# Planning on African Cichlids.....



## Kimchi24 (Mar 22, 2013)

Ok, so my equipment was recently destroyed by the flood in my basement but i got them replaced (for the most part). I do have a tank lying around that i's like to put to use. It is a 33 gallon tank that is 36 inches in length. Now, I know this tank is not NEARLY as big as it should be for holding African cichlids but I through some research( by that i mean google searches) i found that its more about the length. I've also read that 36 inches is a suitable length for less aggressive cichlids like yellow labs.

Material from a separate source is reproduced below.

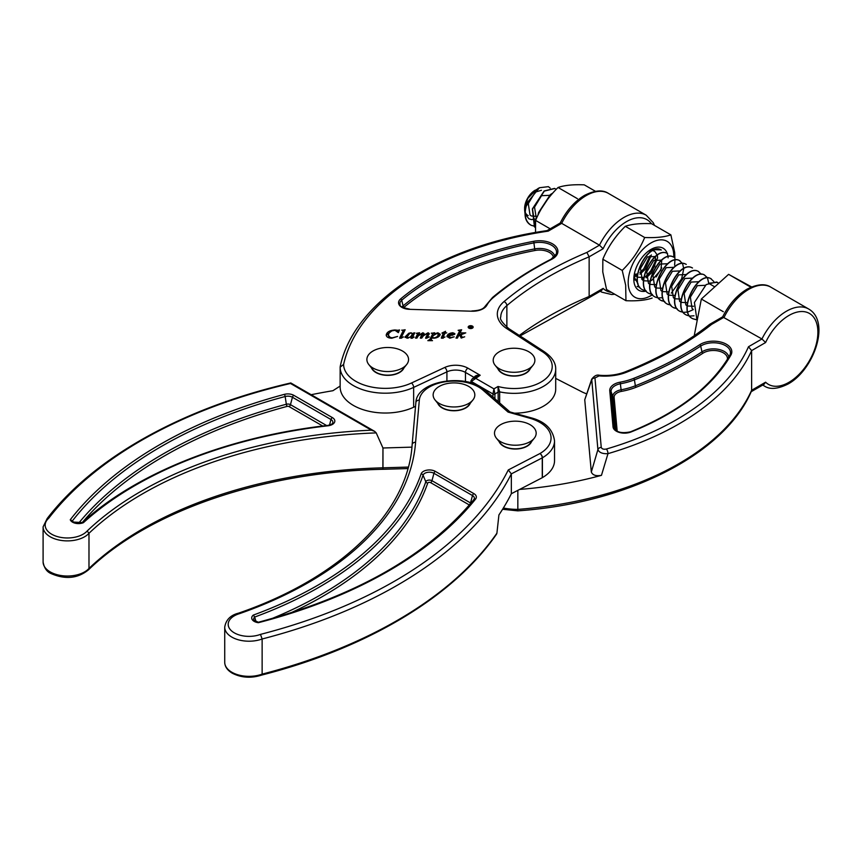 <?xml version="1.0" encoding="UTF-8"?>
<svg xmlns="http://www.w3.org/2000/svg" width="862" height="862" viewBox="0 0 862 862"><rect width="100%" height="100%" fill="white"/><g stroke="black" fill="none" stroke-linecap="round" stroke-linejoin="round"><path stroke-width="1.29" d="M606.406 449.027A3.47 1.282 73.7 0 1 607.979 453.649L601.461 475.339C596.03 476.298 592.657 475.199 591.321 472.042L597.905 449.608A3.47 2.834 -5.2 0 1 601.256 447.41C601.945 449.016 603.659 449.555 606.406 449.027A275.172 158.867 0 0 0 748.496 346.739L761.943 338.971L765.607 342.526L751.621 350.608L751.621 390.281L765.607 382.2A40.956 23.64 120 0 0 788.924 382.34A40.956 23.64 120 0 0 817.887 332.182A40.956 23.64 120 0 0 788.924 315.47A40.956 23.64 120 0 0 765.607 342.526M762.795 385.002A44.425 25.644 -60 0 0 764.26 385.96C769.863 389.786 777.847 389.107 788.202 383.935C813.922 369.873 830.817 321.677 808.685 309.016A44.425 25.644 -60 0 0 786.467 311.214A44.425 25.644 -60 0 0 761.943 338.971L722.658 316.904C728.821 304.502 736.924 295.267 746.945 289.223C757.202 284.061 765.187 283.382 770.887 287.197A44.425 25.644 120 0 0 748.679 289.395A44.425 25.644 120 0 0 724.155 317.151L711.559 324.424L709.523 324.446C686.141 343.001 658.008 358.807 625.122 371.878A3.47 1.605 -111.6 0 1 626.405 372.276A38.176 22.046 180 0 1 599.058 375.886L594.952 377.944A3.47 2.834 174.8 0 0 591.601 380.153L584.748 399.752L591.72 379.183L597.905 449.608C599.262 452.636 602.613 453.983 607.979 453.649A278.642 160.871 180 0 0 751.621 350.608L748.496 346.739M586.634 393.837A34.706 20.041 180 0 1 581.753 391.757L555.699 378.396M517.836 490.359L517.836 509.388A278.642 160.871 0 0 0 751.621 390.281L751.438 391.165C724.371 454.349 627.655 503.333 517.739 510.854L502.578 509.27M601.461 475.339A278.642 160.871 180 0 1 519.678 489.411M591.321 472.042L584.748 399.752M625.122 371.878C617.354 374.873 608.766 376.004 599.37 375.261L599.058 375.886M751.201 391.693L764.034 384.29L765.607 382.2M517.609 510.218L517.836 509.388A45.115 26.054 0 0 1 503.354 508.02M472.236 326.213A2.22 1.282 0 0 0 469.812 325.944A2.22 1.282 0 0 0 468.443 327.118A2.22 1.282 0 0 0 469.1 328.023A2.22 1.282 0 0 0 471.514 328.303A2.22 1.282 0 0 0 472.882 327.118A2.22 1.282 0 0 0 472.236 326.213M468.906 328.142A2.489 1.433 0 0 0 471.622 328.454A2.489 1.433 0 0 0 473.152 327.118A2.489 1.433 0 0 0 472.43 326.105A2.489 1.433 0 0 0 469.715 325.793A2.489 1.433 0 0 0 468.174 327.118A2.489 1.433 0 0 0 468.906 328.142M498.204 401.67L498.042 386.488L499.669 391.876L499.669 402.953M520.066 335.943L588.487 298.036L601.557 290.483L603.141 288.404A40.956 23.64 120 0 0 611.535 292.38M371.5 367.912A16.658 9.622 0 0 0 375.94 372.535A16.658 9.622 0 0 0 392.296 374.981A16.658 9.622 0 0 0 403.944 367.912M497.827 368.656A16.658 9.622 0 0 0 502.266 373.278A16.658 9.622 0 0 0 518.622 375.724A16.658 9.622 0 0 0 530.27 368.656M458.121 330.308L461.633 329.758L458.735 335.458L462.291 333.572L461.31 332.872L465.771 332.872L460.987 334.758L462.269 337.376L464.683 336.816L461.202 338.055L459.866 335.307L458.465 335.997L457.399 338.109L455.998 338.109L459.715 330.76L458.121 330.308M442.001 333.001L445.546 331.31L445.201 332.872L446.742 332.872L445.04 333.206L442.852 337.548L445.029 336.967L442.335 338.216L441.398 337.667L443.434 333.206L442.001 333.206M416.281 333.314L419.589 332.764L418.35 335.415L422.897 332.764L424.082 333.443L423.037 335.684L428.102 332.764L429.233 333.551L427.293 337.387L429.395 336.902L426.55 338.216L425.709 337.753L427.671 333.96L427.283 333.432L423.382 335.803L421.723 338.109L420.333 338.109L422.111 333.432L418.167 336.008L416.906 338.109L415.506 338.109L417.768 333.594L416.281 333.314M401.8 330.308L405.151 329.758L401.293 337.387L403.578 336.923L400.625 338.216L399.709 337.742L403.297 330.577L401.8 330.092M546.971 230.671L548.232 231.124L561.679 223.355L560.181 223.096C566.356 210.694 574.448 201.471 584.468 195.415C594.726 190.254 602.71 189.575 608.421 193.39A44.425 25.644 120 0 0 586.203 195.588A44.425 25.644 120 0 0 561.679 223.355L599.478 245.174L603.141 248.73L589.145 256.801L586.882 252.437L599.478 245.174A44.425 25.644 -60 0 1 624.002 217.407A44.425 25.644 -60 0 1 646.209 215.209L653.277 222.719L654.495 225.402M398.082 330.308L399.505 329.974L398.352 332.646L394.99 330.308L391.833 330.889L389.128 332.969L388.32 335.221C388.428 336.794 389.839 337.645 392.533 337.775L397.576 336.439L391.844 338.216C388.385 338.119 386.499 337.085 386.198 335.102C386.779 332.042 389.721 330.329 395.012 329.974L398.082 330.308L398.082 330.879L399.117 329.974M412.952 333.659L414.784 332.764L412.392 337.495L414.159 337.053L411.799 338.216L411.023 337.732L411.508 336.492L407.09 338.216L405.097 336.88L408.793 333.249L411.174 332.764L412.952 334.23L413.307 332.98M431.366 333.314L434.642 332.764L433.942 334.144L437.896 332.764L440.191 334.251C439.739 336.492 437.637 337.818 433.888 338.216L432.034 337.926L431.043 340.027L432.498 340.662L427.843 340.662L429.912 339.359L432.519 334.208L432.756 333.605L431.366 333.098M454.209 334.553L448.671 335.878L450.751 337.548L454.177 336.816L449.792 338.216L446.936 336.482C447.313 334.359 449.274 333.12 452.83 332.764L454.845 333.616L454.209 334.553M514.743 413.189A41.645 24.05 0 0 0 555.699 389.15L555.699 369.313A41.645 24.05 180 0 1 499.669 391.876A1.39 0.797 180 0 0 498.204 392.059L494.907 393.966L494.907 398.794M446.915 380.875L446.915 371.856L413.641 387.394A45.115 26.054 180 0 1 365.833 390.658A45.115 26.054 180 0 1 340.145 367.147L340.145 386.963A45.115 26.054 0 0 0 340.145 386.984A45.115 26.054 0 0 0 365.833 410.495A45.115 26.054 0 0 0 413.641 407.23L415.538 406.347M588.487 298.036L589.145 296.474L589.145 256.801A346.933 200.296 0 0 0 506.867 305.579A34.706 20.041 0 0 0 500.779 316.914C499.41 318.746 502.093 322.657 508.828 328.637A3.47 2.123 123 0 0 506.942 328.713A38.176 22.046 180 0 1 504.011 301.603A350.403 202.301 180 0 1 586.882 252.437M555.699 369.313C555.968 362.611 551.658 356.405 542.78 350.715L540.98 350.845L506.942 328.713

Will this be possible?

I dont want to get a 4 ft 55 gallon tank because it's going to be hell to transport and i will have to get a stand for it + all new equipment. I thought i might as well use what I have.


----------



## Y2KGT (Jul 20, 2009)

A 36 inch tank is too small for almost all Malawi cichlids however there are some nice Tanganyika she'll dwellers you can look into. 

I suggest you visit Mike at Finatics. He has the best selection of Africans in Ontario and can offer some stocking advice too. And right now he is having his Chritmas in July sale.
--
Paul


----------



## kamal (Apr 21, 2009)

+1 to see Mike also one of the cleanest stores I have ever been to


----------



## Kimchi24 (Mar 22, 2013)

Where is finactica located?
Also i found this useful article that may be able to help me out. It's on another forum so i dont know if i can post it.
Pseudotropheus saulosi species tank seems like a decent option


----------



## Y2KGT (Jul 20, 2009)

You can use the search feature of this forum or Click on the link below for one of Mike's threads.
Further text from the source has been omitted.